The new legislation follows the issuance of a letter early 2021, by European markets regulator ESMA to the European Commission, advising that the current unregulated status of the ESG ratings sector and the resulting lack of transparency posed a potential risk to investors. In July 2021, the Commission launched a new Sustainable Finance Strategy, which included a pledge to take action to improve the reliability, comparability and transparency of ESG ratings, and subsequently asked ESMA to begin examining the market participants.
In June 2023, the EU Commission unveiled a proposal for ESG ratings providers to be supervised by ESMA, to ensure quality and reliability, with requirements including the use of rigorous and objective methodologies, conflict of interest prevention, and improved transparency into methodologies, models and key rating assumptions.

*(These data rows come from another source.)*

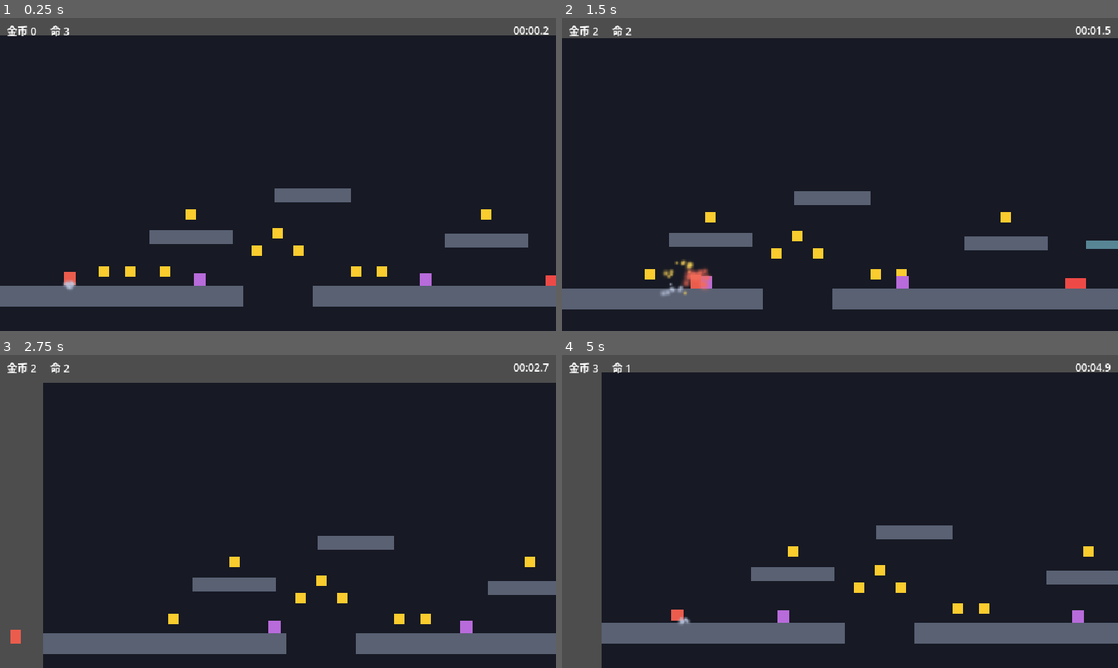
Above: before the commit, frames 1-4 (two rows, left to right).
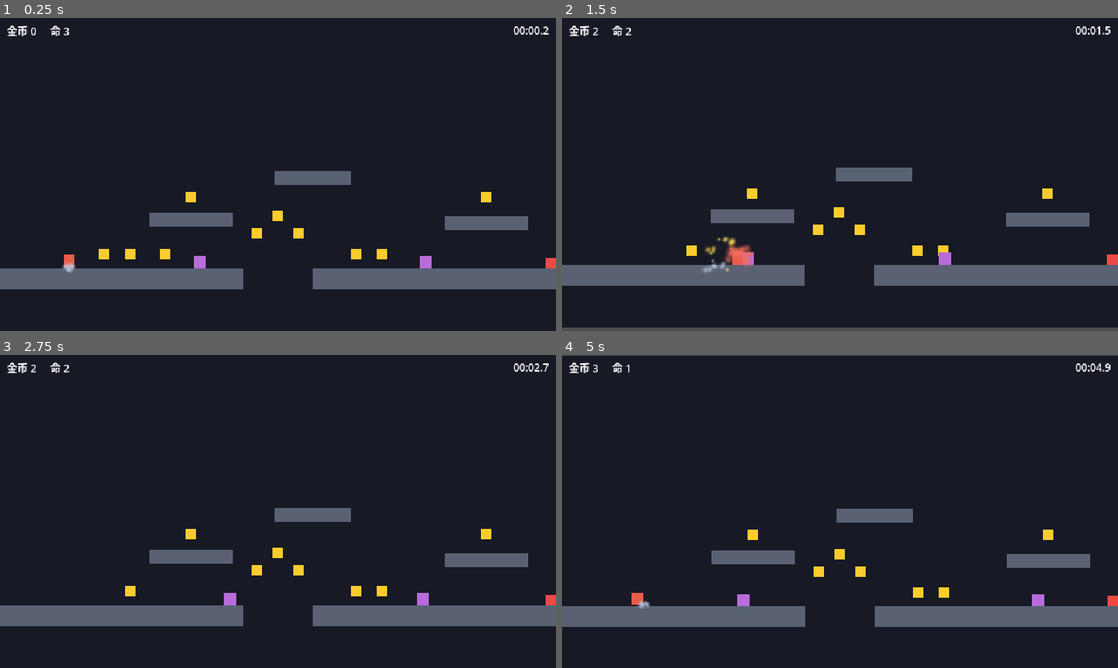
Above: after the commit, the same moments.

Repository: jopatk123/pixel-hop
Game: Godot game, scene res://scenes/level_01.tscn
Same seed, same stepped clock (60 frames per second), same inputs: the game is played once before the commit and once after it.
Inputs:
- Up to frame 1 (0.25 s): no input
- Up to frame 2 (1.5 s): tap Enter at 0.5 s; hold Right (move_right) from 0.53 s (still down); tap R at 0.6, 1.35 s; tap Space (jump) at 0.77 s
- Up to frame 3 (2.75 s): tap Space (jump) at 1.52 s; release Right (move_right) at 2.03 s; hold Left (move_left) from 2.03 s (still down); tap R at 2.1 s
- Up to frame 4 (5 s): release Left (move_left) at 2.78 s; hold Right (move_right) 2.78-4.28 s; tap R at 2.85, 3.6, 4.35 s; tap Space (jump) at 3.02, 3.77, 4.52 s; hold Left (move_left) from 4.28 s (still down)

The runs differ from the first frame. In frame 1, 20% of the frame differs, in the area x 0-100%, y 0-93%; in frame 2, 25%; in frame 3, 31%, in the area x 0-100%, y 0-100%; in frame 4, 25%.

Commit message:
feat: 相机与音效返工——去前瞻/纵向跟随，音效改用 jsfxr 生成
- 相机删掉前瞻与纵向跟随：关卡只有一屏高，纵向 limit 已把镜头钉死，
  此时任何纵向 offset 都会让整屏随玩家上下平移，跳一次晃一次
- 震屏从逐帧随机改为双轴异频正弦（12/15Hz），帧间连续、更柔和
- 落地震屏强度 2.0 → 1.0，避免每次落地都震导致全程在抖
- 音效改由 tools/gen_sfx_jsfxr.js 生成，时长与峰值对齐旧版以保持响度一致
- 前瞻作废后删除对应测试断言，README 同步说明

Diff:
--- a/scripts/game_camera.gd
+++ b/scripts/game_camera.gd
@@ -1,35 +1,22 @@
 extends Camera2D
-## 跟随 + 震屏：前瞻、纵向软区、随机抖动衰减。
-## 相机挂在玩家下，用 offset 做前瞻与纵向滞后，不拆场景树。
-
-@export_group("跟随")
-## 朝移动方向偏移的最大像素（前瞻）
-@export var look_ahead_distance := 52.0
-## 前瞻收敛速度
-@export var look_ahead_speed := 5.0
-## 玩家纵向移动多少像素内镜头不跟（小跳不晃镜头）
-@export var vertical_deadzone := 28.0
-## 超出死区后镜头纵向追赶速度
-@export var vertical_follow_speed := 4.5
+## 相机挂在玩家下，只负责会衰减的震屏，不拆场景树。
+##
+## 不做前瞻：镜头严格跟着玩家，跑动和停手时画面都不会额外滑动。
+##
+## 纵向不做跟随：关卡正好一屏高，limit 已经把相机钉死在关卡竖直中线上，
+## 此时任何纵向 offset 都等于让整屏跟着玩家上下平移（而且是反方向的），
+## 每跳一次整屏就晃一次，看着很晕。等以后有关卡高过一屏、相机真的能上下
+## 移动时，再按 limit 范围补一套纵向软区。
 
 @export_group("震屏")
 ## 单次震动的默认时长（秒）
 @export var default_shake_duration := 0.22
+## 震屏横向、纵向的振动频率（赫兹），两个轴不同频率看起来才像抖动而不是打摆子
+@export var shake_frequency := Vector2(12.0, 15.0)
 
 var _strength := 0.0
 var _decay := 0.0
-var _look_ahead := 0.0
-var _anchor_y := 0.0
-var _anchor_ready := false
-
-var _player: CharacterBody2D
-
-
-func _ready() -> void:
-	_player = get_parent() as CharacterBody2D
-	if _player != null:
-		_anchor_y = _player.global_position.y
-		_anchor_ready = true
+var _shake_time := 0.0
 
 
 ## 当前震屏强度（测试与调试）
@@ -44,49 +31,18 @@
 	var dur := default_shake_duration if duration < 0.0 else duration
 	_decay = maxf(strength, _strength) / maxf(dur, 0.001)
 	_strength = maxf(_strength, strength)
+	# 从零相位重新起振，避免刚触发就把整屏瞬移到最大偏移
+	_shake_time = 0.0
 
 
-## 复活后重置前瞻与纵向锚点，避免镜头卡在上一次的位置
-func reset_follow_state() -> void:
-	_look_ahead = 0.0
+## 复活时清掉残留的震动位移
+func reset_state() -> void:
 	offset = Vector2.ZERO
 	_strength = 0.0
-	if _player != null:
-		_anchor_y = _player.global_position.y
 
 
 func _process(delta: float) -> void:
-	var follow := _compute_follow_offset(delta)
-	var shake := _compute_shake_offset(delta)
-	offset = follow + shake
-
-
-func _compute_follow_offset(delta: float) -> Vector2:
-	if _player == null:
-		return Vector2.ZERO
-
-	var px := _player.global_position.x
-	var py := _player.global_position.y
-
-	var move_dir := 0.0
-	if absf(_player.velocity.x) > 12.0:
-		move_dir = signf(_player.velocity.x)
-	elif Input.get_axis("move_left", "move_right") != 0.0:
-		move_dir = Input.get_axis("move_left", "move_right")
-
-	var target_look := move_dir * look_ahead_distance
-	_look_ahead = lerpf(_look_ahead, target_look, look_ahead_speed * delta)
-
-	if not _anchor_ready:
-		_anchor_y = py
-		_anchor_ready = true
-	else:
-		var dy := py - _anchor_y
-		if absf(dy) > vertical_deadzone:
-			var excess := absf(dy) - vertical_deadzone
-			_anchor_y += signf(dy) * excess * clampf(vertical_follow_speed * delta, 0.0, 1.0)
-
-	return Vector2(_look_ahead, _anchor_y - py)
+	offset = _compute_shake_offset(delta)
 
 
 func _compute_shake_offset(delta: float) -> Vector2:
@@ -97,7 +53,9 @@
 	if _strength <= 0.0:
 		return Vector2.ZERO
 
+	# 正弦振动：帧间连续，比每帧取随机数那种白噪声柔和得多，不会一直"抖"
+	_shake_time += delta
 	return Vector2(
-		randf_range(-_strength, _strength),
-		randf_range(-_strength, _strength)
-	)
+		sin(_shake_time * TAU * shake_frequency.x),
+		sin(_shake_time * TAU * shake_frequency.y)
+	) * _strength
--- a/scripts/player.gd
+++ b/scripts/player.gd
@@ -59,8 +59,8 @@
 @export_group("反馈")
 ## 死亡时震屏强度
 @export var death_shake_strength := 6.0
-## 落地时震屏强度（0 为关闭）
-@export var land_shake_strength := 2.0
+## 落地时震屏强度。每次落地都会触发，给大了等于全程在抖，看着晕，所以只留一点点
+@export var land_shake_strength := 1.0
 ## 死亡顿帧时长（秒）
 @export var death_hit_stop_duration := 0.07
 ## 死亡顿帧时的时间缩放
@@ -177,7 +177,7 @@
 	is_dying = false
 	set_collision_layer_value(2, true)
 	_visual.modulate = Color.WHITE
-	_camera.reset_follow_state()
+	_camera.reset_state()
 
 
 ## 让相机抖一下，强度自适应视口尺寸（640x360 上 3~6 已经很明显）
--- a/test_phase1.gd
+++ b/test_phase1.gd
@@ -84,9 +84,6 @@
 	_expect("震屏强度会衰减回零", camera.call("get_shake_strength") < 0.05,
 			str(camera.call("get_shake_strength")))
 
-	var look_ahead: float = camera.get("look_ahead_distance")
-	_expect("相机前瞻参数已暴露", look_ahead > 0.0, str(look_ahead))
-
 
 func _test_jump_heights() -> void:
 	await _wait_physics(30)
Not shown, changed: README.md
Not shown, changed: assets/audio/sfx/checkpoint.wav
Not shown, changed: assets/audio/sfx/clear.wav
Not shown, changed: assets/audio/sfx/coin.wav
Not shown, changed: assets/audio/sfx/drop.wav
Not shown, changed: assets/audio/sfx/game_over.wav
Not shown, changed: assets/audio/sfx/hurt.wav
Not shown, changed: assets/audio/sfx/jump.wav
Not shown, changed: assets/audio/sfx/land.wav
Not shown, changed: assets/audio/sfx/pause.wav
Not shown, changed: assets/audio/sfx/spring.wav
Not shown, changed: assets/audio/sfx/stomp.wav
(and 1 more such lines)

Under the new rules, ESG ratings providers will be placed under the authority of ESMA, with providers required to be authorized and supervised by the regulator, and to comply with transparency requirements into areas including methodologies used for ratings and sources of information.
The new legislation will also require ESG rating providers established outside of the EU to either obtain an endorsement of their ESG ratings by an EU authorised ESG rating provider or a recognition based on quantitative criteria or to be included in the EU registry of ESG rating providers based on an equivalence decision between the providers’ country of origin’s authorities and ESMA, in order to operate in the EU.
With the adoption of the new rules by Council and Parliament completed, the legislation will proceed to publication in the EU’s Official Journal, entering into force 20 days later, and applying 18 months after entry into force.
The adoption of the new rules follows the release of draft legislation earlier this month by the UK government to regulate ESG ratings providers in the UK.